As silly as it might sound to say of a chamber concert at an orchestra festival that if I heard only this afternoon program while here I would have had nothing to complain about. The seamless connections between Widmann the player and Widmann the composer, the sense of adventure he brings to both enterprises, and the total lack of arrogance he displays in them as well are sights to behold and provocative and pleasing sounds to hear. Bronfman of course is the consummate partner and this pairing in the Berg made for perhaps the most luxuriously cast nine minutes in the Modernist canon.

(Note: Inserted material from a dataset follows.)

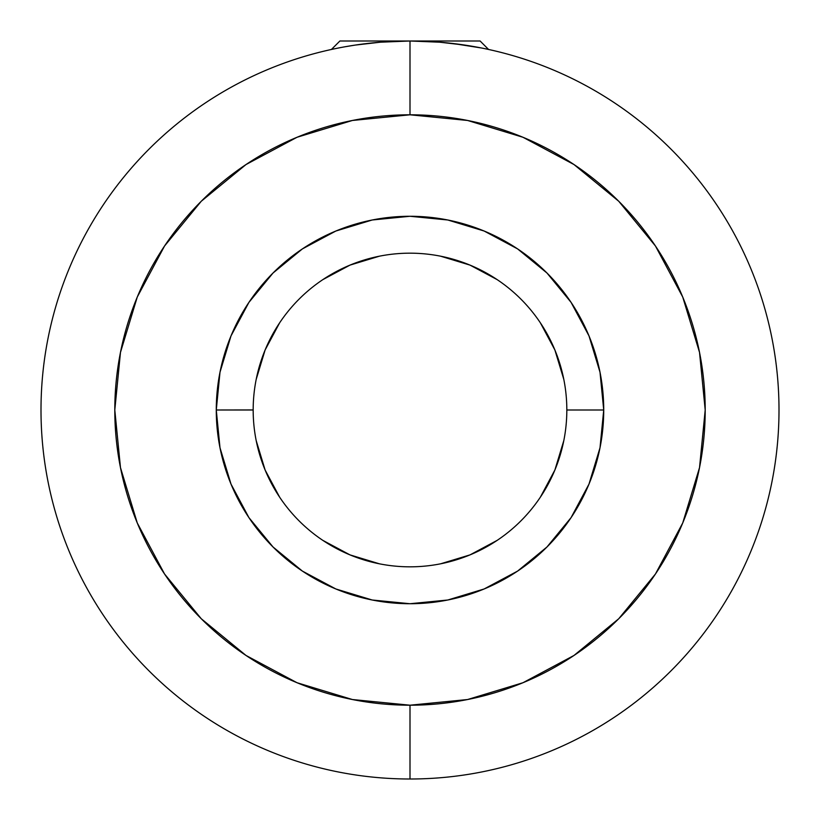 <?xml version="1.0" encoding="UTF-8"?>
<svg xmlns="http://www.w3.org/2000/svg" width="820" height="820" viewBox="0 0 820 820"><rect width="100%" height="100%" fill="white"/><g stroke="black" fill="none" stroke-linecap="round" stroke-linejoin="round"><path stroke-width="1.23" d="M345.599 46.668L355.193 45.09L345.599 46.668M366.929 43.521L355.193 45.09L380.275 42.199L410 41A369 369 0 0 1 779 410A369 369 0 0 1 410 779A369 369 0 0 0 779 410A369 369 0 0 0 410 41L410 114.8A295.2 295.2 0 0 1 705.2 410A295.2 295.2 0 0 1 410 705.2L410 779L410 705.2L352.405 699.532L297.035 682.732L246 655.447L201.259 618.741L164.553 574L137.268 522.965L120.468 467.595L114.8 410L120.468 352.405L137.268 297.035L164.553 246L201.259 201.259L246 164.553L297.035 137.268L352.405 120.468L410 114.8L467.595 120.468L522.965 137.268L574 164.553L618.741 201.259L655.447 246L682.732 297.035L699.532 352.405L705.2 410L699.532 467.595L682.732 522.965L655.447 574L618.741 618.741L574 655.447L522.965 682.732L467.595 699.532L410 705.2A295.2 295.2 0 0 1 114.8 410A295.2 295.2 0 0 1 410 114.8L410 41A369 369 0 0 0 41 410A369 369 0 0 0 410 779A369 369 0 0 1 41 410A369 369 0 0 1 410 41L339.89 41L480.11 41L410 41L439.776 42.199L425.201 41.318M566.825 409.938L566.825 410A156.825 156.825 0 0 1 410 566.825A156.825 156.825 0 0 1 253.175 410A156.825 156.825 0 0 0 410 566.825A156.825 156.825 0 0 0 566.825 410L603.725 410A193.725 193.725 0 0 1 410 603.725A193.725 193.725 0 0 1 216.275 410L253.175 409.938M453.132 43.532L481.586 48.011L464.827 45.1L439.776 42.199M253.175 410.061L253.175 410A156.825 156.825 0 0 1 410 253.175A156.825 156.825 0 0 1 566.825 410L566.825 410.061M563.811 440.596L554.884 470.014L540.39 497.125M497.125 540.39L470.014 554.884L440.596 563.811M379.404 563.811L349.986 554.884L322.875 540.39M279.61 497.125L265.116 470.014L256.188 440.596M256.188 379.404L265.116 349.986L279.61 322.875M322.875 279.61L349.986 265.116L379.404 256.188M440.596 256.188L470.014 265.116L497.125 279.61M540.39 322.875L554.884 349.986L563.811 379.404M603.725 410L600.004 372.208L588.975 335.862L571.079 302.375L546.981 273.019L517.625 248.921L484.138 231.025L447.792 219.996L410 216.275L372.208 219.996L335.862 231.025L302.375 248.921L273.019 273.019L248.921 302.375L231.025 335.862L219.996 372.208L216.275 410L219.996 447.792L231.025 484.138L248.921 517.625L273.019 546.981L302.375 571.079L335.862 588.975L372.208 600.004L410 603.725L447.792 600.004L484.138 588.975L517.625 571.079L546.981 546.981L571.079 517.625L588.975 484.138L600.004 447.792L603.725 410L566.825 410A156.825 156.825 0 0 0 410 253.175A156.825 156.825 0 0 0 253.175 410L216.275 410A193.725 193.725 0 0 1 410 216.275A193.725 193.725 0 0 1 603.725 410M394.861 41.307L380.275 42.199M246 164.553L201.259 201.259M164.553 574L201.259 618.741M655.447 246L618.741 201.259M331.423 49.466L339.89 41M488.577 49.466L480.11 41"/></g></svg>

And then there was an all-Mendelssohn concert at the KKL with Philippe Herreweghe leading his Orchestre des Champs-Elysées and two of his famous choirs and then the aforementioned double dose of Répons, the first time in the works 25-year history that Boulez had led it with players and soloists other than those in the Ensemble InterContemporain, the group it was written for and, in essence, with. And the next morning (!) that superb Brit Jonathan Nott leading this year's edition of Europe's Gustav Mahler Youth Orchestra in works of Ligeti, Richard Strauss, and Wagner's Wesendonk-Lieder in the wonderful orchestration by Hans Werner Henze with that baritone singer of singers Matthias Goerne.
It's all too much to describe in one sitting, isn't it. I shall go out and breathe some of the famously fresh air off of the splendid lake, and be back with you soon!